Jimmy Wales: ChatGPT is no threat to Wikipedia - yet
'It just hallucinates way too much'
Large language models are not suitable for producing factual content, but a threat could come from pressure on copyright law, says Wikipedia founder.
"Everyone's always asking if ChatGPT is a threat to Wikipedia," said Jimmy Wales, speaking at an OpenUK press event last week.
"Our view is no it isn't, at least not right now, because it just simply isn't good enough yet."
ChatGPT produces plausible but often completely inaccurate responses to users' prompts, making it unsuitable for generating factual content, he said.

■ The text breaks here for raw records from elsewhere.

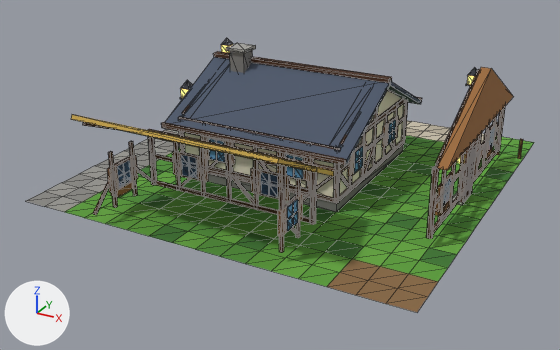
The glTF model assets/models/town/chunk_2_9.glb, before and after one commit.
Before and after are seen from a 50 mm camera at (53.9, -179.2, 13.1) aimed at (39.7, -153.4, 0.2). Lighting does not change. The marker at lower left points along +X, +Y and +Z. The first picture is the older version. Mesh edges are drawn as thin lines. Vertices at exactly the same position are counted once.

The first picture shows 'chunk_2_9'.
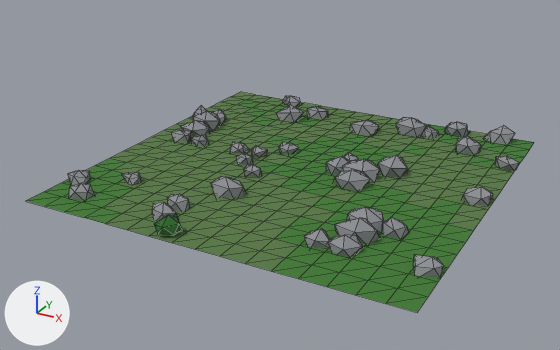
What changed in the scene script:
```text
Add mat_moss:
    mat_moss = bpy.data.materials.new('moss')
    # nodes: BsdfPrincipled, Mix, OutputMaterial, VertexColor
    # colours: dark green #587a45, mixed with the vertex colours
Add mat_hedge:
    mat_hedge = bpy.data.materials.new('hedge')
    # nodes: BsdfPrincipled, Mix, OutputMaterial, VertexColor
    # colours: dark green #2d6b2a, mixed with the vertex colours
Add mat_rock:
    mat_rock = bpy.data.materials.new('rock')
    # nodes: BsdfPrincipled, Mix, OutputMaterial, VertexColor
    # colours: grey #8e9095, mixed with the vertex colours
Change me_chunk_2_9:
    remove me_chunk_2_9.from_pydata(...)  # 2416 vertices, 3698 faces; spans x 31.7..48.0, y -160.6..-144.0, z 0.0..5.3
    remove me_chunk_2_9.materials.append(mat_wood)
    remove me_chunk_2_9.materials.append(mat_wood_dark)
    remove me_chunk_2_9.materials.append(mat_leaf_b)
    remove me_chunk_2_9.materials.append(mat_flower_w)
    remove me_chunk_2_9.materials.append(mat_stone)
    remove me_chunk_2_9.materials.append(mat_stone_light)
    remove me_chunk_2_9.materials.append(mat_stone_dark)
    remove me_chunk_2_9.materials.append(mat_iron)
    remove me_chunk_2_9.materials.append(mat_gold)
    remove me_chunk_2_9.materials.append(mat_timber)
    remove me_chunk_2_9.materials.append(mat_glass)
    remove me_chunk_2_9.materials.append(mat_roof_slate)
    remove me_chunk_2_9.materials.append(mat_glow)
    remove me_chunk_2_9.materials.append(mat_flower_y)
    remove me_chunk_2_9.materials.append(mat_flower_p)
    remove me_chunk_2_9.materials.append(mat_flower_r)
    remove me_chunk_2_9.materials.append(mat_plaster)
    remove me_chunk_2_9.materials.append(mat_roof_thatch)
    add me_chunk_2_9.from_pydata(...)  # 769 vertices, 1312 faces; spans x 31.9..48.1, y -160.0..-143.9, z -0.5..0.9
    me_chunk_2_9 part 1: 265 loose pieces with 2111 vertices, spanning x 31.7..47.9, y -160.6..-144.2, z 0.0..5.3, are deleted
    me_chunk_2_9 part 2: 16 vertices removed from x 36.0..43.1, y -157.0..-148.0, z 0.4..0.6; 432 vertices added at x 31.9..48.1, y -160.0..-143.9, z -0.5..0.9
    me_chunk_2_9 part 3: 36 vertices added at x 34.9..38.1, y -147.0..-144.1, z -0.4..0.7
    me_chunk_2_9 part 4: 12 vertices added at x 46.8..48.0, y -151.9..-151.0, z -0.3..0.6
    me_chunk_2_9 part 5: 38 faces spanning x 34.0..48.0, y -158.0..-145.0, z 0.0 switch from mat_grass_b to mat_grass_dark
    me_chunk_2_9 part 6: 58 faces spanning x 34.0..48.0, y -160.0..-146.0, z 0.0 switch from mat_grass_b to mat_moss
    me_chunk_2_9 part 7: 46 faces spanning x 35.0..48.0, y -160.0..-144.0, z 0.0 switch from mat_grass_c to mat_grass_dark
    me_chunk_2_9 part 8: 52 faces spanning x 34.0..48.0, y -160.0..-146.0, z 0.0 switch from mat_grass_c to mat_moss
    me_chunk_2_9 part 9: 54 faces spanning x 34.0..48.0, y -160.0..-144.0, z 0.0 switch from mat_grass_a to mat_grass_dark
    me_chunk_2_9 part 10: 92 faces spanning x 34.0..48.0, y -160.0..-146.0, z 0.0 switch from mat_grass_a to mat_moss
    me_chunk_2_9 part 11: 30 faces spanning x 34.0..48.0, y -160.0..-147.0, z 0.0 switch from mat_grass_dark to mat_moss
    me_chunk_2_9 part 12: 12 faces spanning x 45.0..48.0, y -160.0..-158.0, z 0.0 switch from mat_dirt to mat_grass_dark
    me_chunk_2_9 part 13: 10 faces spanning x 32.0..34.0, y -160.0..-155.0, z 0.0 switch from mat_cobble_b to mat_grass_dark
    me_chunk_2_9 part 14: 18 faces spanning x 32.0..34.0, y -155.0..-146.0, z 0.0 switch from mat_cobble_b to mat_moss
    me_chunk_2_9 part 15: 8 faces spanning x 32.0..34.0, y -160.0..-156.0, z 0.0 switch from mat_cobble_a to mat_grass_dark
    me_chunk_2_9 part 16: 20 faces spanning x 32.0..34.0, y -156.0..-146.0, z 0.0 switch from mat_cobble_a to mat_moss
    me_chunk_2_9 part 17: 8 faces spanning x 33.0..46.0, y -146.0..-144.0, z 0.0 switch from mat_plaza_a to mat_grass_dark
    me_chunk_2_9 part 18: 20 faces spanning x 32.0..44.0, y -146.0..-144.0, z 0.0 switch from mat_plaza_a to mat_moss
    me_chunk_2_9 part 19: 6 faces spanning x 35.0..45.0, y -146.0..-144.0, z 0.0 switch from mat_plaza_b to mat_grass_dark
    me_chunk_2_9 part 20: 22 faces spanning x 32.0..46.0, y -146.0..-144.0, z 0.0 switch from mat_plaza_b to mat_moss
    add me_chunk_2_9.materials.append(mat_rock)
    add me_chunk_2_9.materials.append(mat_hedge)
```

Boxes [x1, y1, x2, y2] around the edits, measured in the pictures (560 x 350 px):
'chunk_2_9', reshaped (20% shorter): before [27, 38, 534, 312]; after [27, 92, 534, 312]
part 1 of me_chunk_2_9, deleted: before [71, 38, 523, 253]
part 2 of me_chunk_2_9, reshaped: before [155, 140, 404, 223]; after [68, 106, 519, 276]
part 3 of me_chunk_2_9, added: after [277, 96, 328, 122]
part 4 of me_chunk_2_9, added: after [462, 187, 493, 205]
part 5 of me_chunk_2_9, recoloured: before [100, 144, 530, 252]; after [100, 108, 530, 252]
part 6 of me_chunk_2_9, recoloured: before [119, 135, 501, 263]; after [119, 111, 501, 263]
part 7 of me_chunk_2_9, recoloured: before [85, 136, 512, 279]; after [85, 116, 511, 279]
part 8 of me_chunk_2_9, recoloured: before [124, 141, 519, 249]; after [116, 119, 519, 249]
part 9 of me_chunk_2_9, recoloured: [65, 139, 534, 287] in both
part 10 of me_chunk_2_9, recoloured: before [102, 151, 507, 271]; after [102, 120, 507, 271]
part 11 of me_chunk_2_9, recoloured: before [138, 143, 514, 251]; after [137, 113, 514, 251]
part 12 of me_chunk_2_9, recoloured: [327, 259, 438, 312] in both
part 13 of me_chunk_2_9, recoloured: before [27, 159, 120, 206]; after [27, 158, 128, 206]
part 14 of me_chunk_2_9, recoloured (grey to green): before [125, 131, 180, 167]; after [125, 105, 252, 167]
part 15 of me_chunk_2_9, recoloured (grey to green): before [44, 166, 107, 212]; after [44, 166, 116, 212]
part 16 of me_chunk_2_9, recoloured: before [113, 129, 179, 170]; after [111, 102, 242, 173]
part 17 of me_chunk_2_9, recoloured: before [445, 128, 483, 144]; after [237, 100, 485, 147]
part 18 of me_chunk_2_9, recoloured: before [406, 121, 444, 141]; after [231, 92, 444, 141]
part 19 of me_chunk_2_9, recoloured: before [424, 125, 450, 142]; after [280, 102, 461, 144]
part 20 of me_chunk_2_9, recoloured: before [406, 121, 485, 141]; after [221, 95, 487, 142]

"We wouldn't use it for famous topics, we're good at that already, and for more obscure topics where it might seem to be helpful, it just hallucinates way too much, so it's not really useful."
That said, LLMs could add to the effectiveness of human contributors, especially in the time-consuming task of checking entries against references for accuracy and completeness, he went on.
The LLM could be instructed to read an entry then go through the cited references and search for content on the Wikipedia page that is not supported by the sources, or conversely things that are in the sources and really should be in the entry but are missing.
"If we have a human checking output and doing something about it, that could be a useful tool for a community member to go, 'okay, I want to improve this entry, give me some quick ideas of sentences I should look at or facts that I might want to include'."
Copyright minefield
Copyright with respect to LLMs is a hot issue. Wales estimates that 50% of the information used to train GPT-4 came from Wikipedia, which is in the public domain. He said he had no problem with this, but others don't see it the same way. US comedian Sarah Silverman and others are suing the of OpenAI and Meta for alleged infringement in the use of their work as input for their training models.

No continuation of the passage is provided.